(Source records)
········

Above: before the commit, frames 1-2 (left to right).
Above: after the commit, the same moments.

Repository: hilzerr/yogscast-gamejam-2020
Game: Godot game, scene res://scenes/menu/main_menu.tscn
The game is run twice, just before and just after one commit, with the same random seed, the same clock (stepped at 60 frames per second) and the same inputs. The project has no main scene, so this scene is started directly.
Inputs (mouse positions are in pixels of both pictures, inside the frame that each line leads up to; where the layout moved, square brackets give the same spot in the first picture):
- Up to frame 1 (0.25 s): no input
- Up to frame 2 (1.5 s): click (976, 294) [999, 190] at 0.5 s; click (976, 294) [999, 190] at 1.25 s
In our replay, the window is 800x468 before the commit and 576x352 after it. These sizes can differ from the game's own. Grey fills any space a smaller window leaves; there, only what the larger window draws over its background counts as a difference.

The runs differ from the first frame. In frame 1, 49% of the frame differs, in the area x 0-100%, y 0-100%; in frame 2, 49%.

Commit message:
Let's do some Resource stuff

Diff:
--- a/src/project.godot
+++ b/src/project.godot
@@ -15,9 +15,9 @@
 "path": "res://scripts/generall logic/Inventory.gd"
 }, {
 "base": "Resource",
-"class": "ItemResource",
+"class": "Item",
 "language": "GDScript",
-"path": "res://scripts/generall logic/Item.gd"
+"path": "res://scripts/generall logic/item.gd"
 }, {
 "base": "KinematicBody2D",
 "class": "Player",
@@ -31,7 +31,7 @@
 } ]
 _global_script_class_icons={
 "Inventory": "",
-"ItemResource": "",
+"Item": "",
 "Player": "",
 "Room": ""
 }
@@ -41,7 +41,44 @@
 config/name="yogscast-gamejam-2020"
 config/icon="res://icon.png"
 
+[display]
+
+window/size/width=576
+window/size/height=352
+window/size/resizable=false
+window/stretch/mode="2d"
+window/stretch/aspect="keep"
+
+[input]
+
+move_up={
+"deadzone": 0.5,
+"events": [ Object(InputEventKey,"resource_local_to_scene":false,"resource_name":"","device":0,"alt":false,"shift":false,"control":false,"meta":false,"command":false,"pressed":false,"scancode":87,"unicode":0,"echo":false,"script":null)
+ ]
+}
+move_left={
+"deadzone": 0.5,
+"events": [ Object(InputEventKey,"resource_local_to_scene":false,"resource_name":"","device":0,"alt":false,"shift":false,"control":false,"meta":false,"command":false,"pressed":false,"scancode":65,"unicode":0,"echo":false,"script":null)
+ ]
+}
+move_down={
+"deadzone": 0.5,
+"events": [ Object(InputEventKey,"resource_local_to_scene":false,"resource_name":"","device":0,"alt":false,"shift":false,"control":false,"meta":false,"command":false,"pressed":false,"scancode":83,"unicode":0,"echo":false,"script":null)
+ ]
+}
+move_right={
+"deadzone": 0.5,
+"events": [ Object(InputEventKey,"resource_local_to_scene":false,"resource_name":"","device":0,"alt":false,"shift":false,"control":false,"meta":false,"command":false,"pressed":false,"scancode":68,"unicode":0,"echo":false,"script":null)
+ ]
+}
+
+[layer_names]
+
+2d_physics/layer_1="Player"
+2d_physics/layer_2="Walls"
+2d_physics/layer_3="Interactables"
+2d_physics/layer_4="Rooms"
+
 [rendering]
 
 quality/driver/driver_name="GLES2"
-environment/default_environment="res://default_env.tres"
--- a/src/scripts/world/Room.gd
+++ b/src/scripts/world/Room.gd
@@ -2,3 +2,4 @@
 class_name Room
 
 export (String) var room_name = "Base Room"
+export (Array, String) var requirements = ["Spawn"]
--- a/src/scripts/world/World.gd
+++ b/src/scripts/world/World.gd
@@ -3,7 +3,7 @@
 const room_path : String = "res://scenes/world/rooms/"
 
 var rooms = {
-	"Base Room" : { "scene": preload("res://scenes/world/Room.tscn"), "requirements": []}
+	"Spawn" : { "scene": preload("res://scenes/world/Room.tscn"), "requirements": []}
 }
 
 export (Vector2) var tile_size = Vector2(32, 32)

········

Task goal> Take the lines from the first line of the records through the line holding "Game: Godot game, scene", both included, and please reproduce them exactly with nothing added.

Exercise answer>
Above: before the commit, frames 1-2 (left to right).
Above: after the commit, the same moments.

Repository: hilzerr/yogscast-gamejam-2020
Game: Godot game, scene res://scenes/menu/main_menu.tscn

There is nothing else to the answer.